Test Overview
Polymerase Chain Reaction (Cobas HPV Test)
Cobas® HPV for use on the cobas® 6800 System (cobas® HPV) is a qualitative in vitro test for the detection of high-risk Human Papillomavirus . This test detects the high-risk HPV types 16, 18, 31, 33, 35, 39, 45, 51, 52, 56, 58, 59, 66, and 68. Self-collected vaginal specimens, obtained in a healthcare setting, can be tested as an alternative specimen type when cervical sampling is either contraindicated or cervical samples otherwise cannot be obtained. Cobas® HPV is indicated for use for routine cervical cancer screening as per professional medical guidelines, including triage of ASC-US cytology, co-testing (or adjunctive screen) with cytology, and HPV primary screening of individuals with a cervix to assess the risk for cervical precancer and cancer.
This HPV test of self-collected vaginal specimens does not reflex to cytology for any result. Recommendations for clinical follow-up to this HPV test result are available at app.asccp.org.
Negative for HPV High Risk Profile DNA; Type 16: not detected; Type 18: not detected; Other High Risk Types: not detected.
* Reference ranges may change over time. Please refer to the original patient report when evaluating results.

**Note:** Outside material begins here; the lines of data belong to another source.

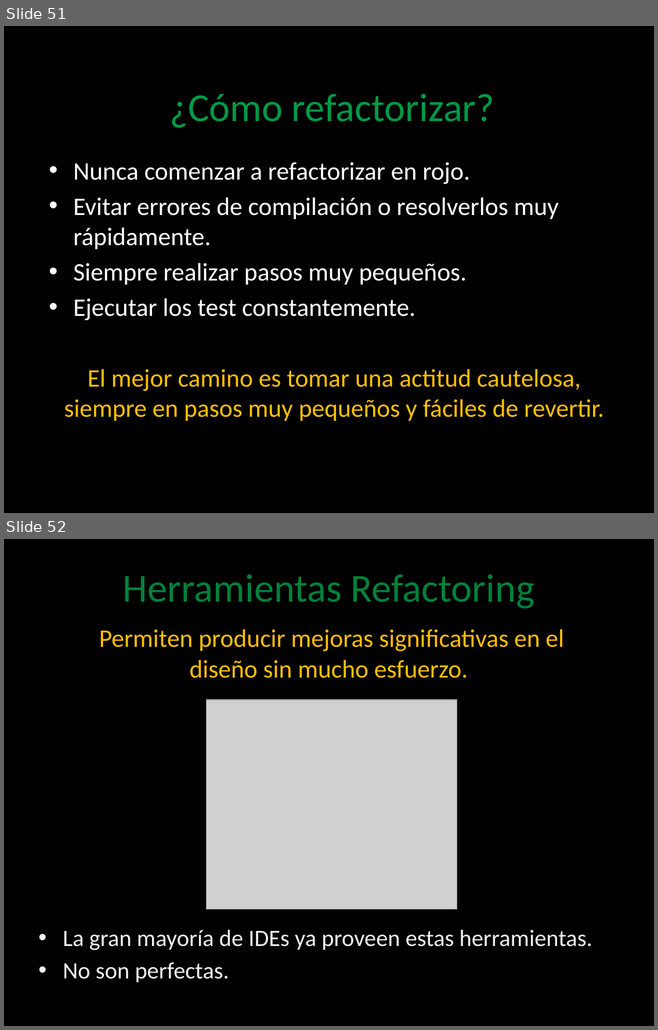
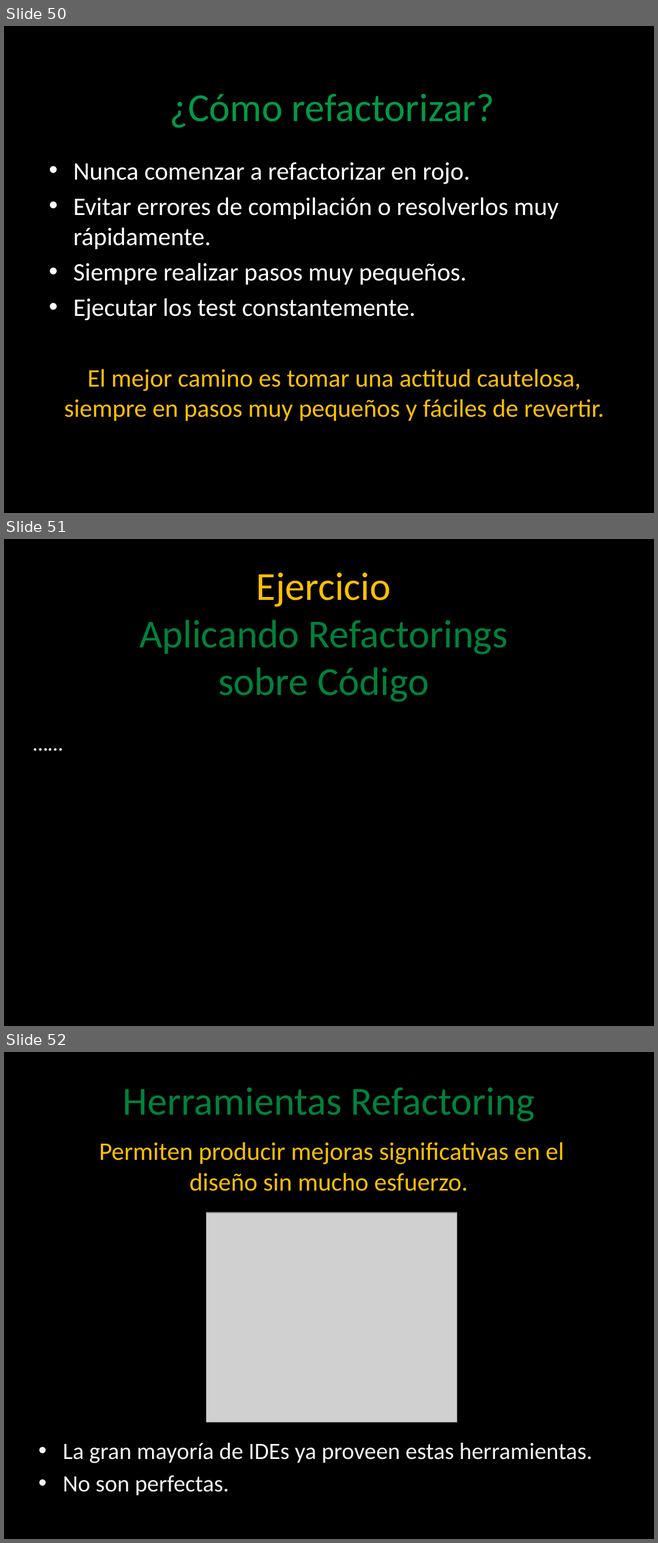
Before and after one commit to angelnunezsalazar/Code-Smells-and-Refactoring, a slide deck: Diapositivas/Code Smells and Refactoring.pptx. Shown one above the other, each under a label of ours: slides 51 and 52 before the commit, slides 50, 51 and 52 after it. The pictures are 658x1030 and 658x1543 pixels, drawn with LibreOffice and Linux fonts; fonts in the diff are those of the drawing; grey boxes stand for pictures; background and template pictures are left out. Boxes give left, top, right and bottom in pixels: in the first picture for what was removed or moved away, otherwise in the second. Text is boxed around its words. In the diff, an @@ line names an element or a change of style, - is before the commit and + after.

Commit message:
Ejercicios: - Refuctoring - Inverse Refactoring

```diff
--- a/Diapositivas/Code Smells and Refactoring.pptx
+++ b/Diapositivas/Code Smells and Refactoring.pptx
@@ slide 51 added at [4, 539, 654, 1026], background picture (left out) @@
@@ title added at [139, 573, 507, 702], 44 pt, text #00823B @@
+Ejercicio
+Aplicando Refactorings
+sobre Código
@@ text added at [27, 726, 630, 759], 24 pt, text #FFFFFF, italic @@
+……
@@ what was slide 51 is now slide 50 @@
```
Also in this commit, not shown: 2 other slides added, 1 slide removed, 9 other files.

Products containing carbomer(s), including vaginal lubricants, creams and gels may interfere with the test and should not be used during or prior to collecting cervical specimens. Use of over-the-counter products Replens™, RepHresh™ Vaginal Gel and RepHresh™ Clean Balance™ Kit has been associated with false-negative results. Use of Metronidazole Vaginal Gel has been associated with false-negative results. Significant amounts of blood in the ThinPrep vials may cause invalid results.
A negative high-risk HPV result does not exclude the possibility of future cytologic HSIL or underlying CIN2-3 or cancer.
The assay does not test for all HPV types known to infect anogenital tissue or for low risk types. Result should be interpreted in conjunction with clinical conditions.
Test Details
Specimen Requirements
Patient self-collected vaginal specimens, obtained in a healthcare setting, can be tested as an alternative specimen type when cervical sampling is either contraindicated or cervical samples otherwise cannot be obtained.
Self-collection instructions for either Copan FLOQSwabs® (552C.RM) or the Rovers® Evalyn® Brush will be provided to the patient by the healthcare provider and should be read and carefully followed by the patient. If the patient has any questions or difficulties with the collection process as described, they should ask their healthcare provider for more information.
The patient-collected specimen must be transferred to PreservCyt Solution by the responsible healthcare provider immediately after collection.
Swabs or brushes sent dry (not in PreservCyt transport) will be rejected.
Additional Information
The results of this assay should be used in conjunction with clinical information derived from other diagnostic and screening tests, physical exam, and full medical history, and should not be used as the sole basis for clinical assessment and treatment of patients.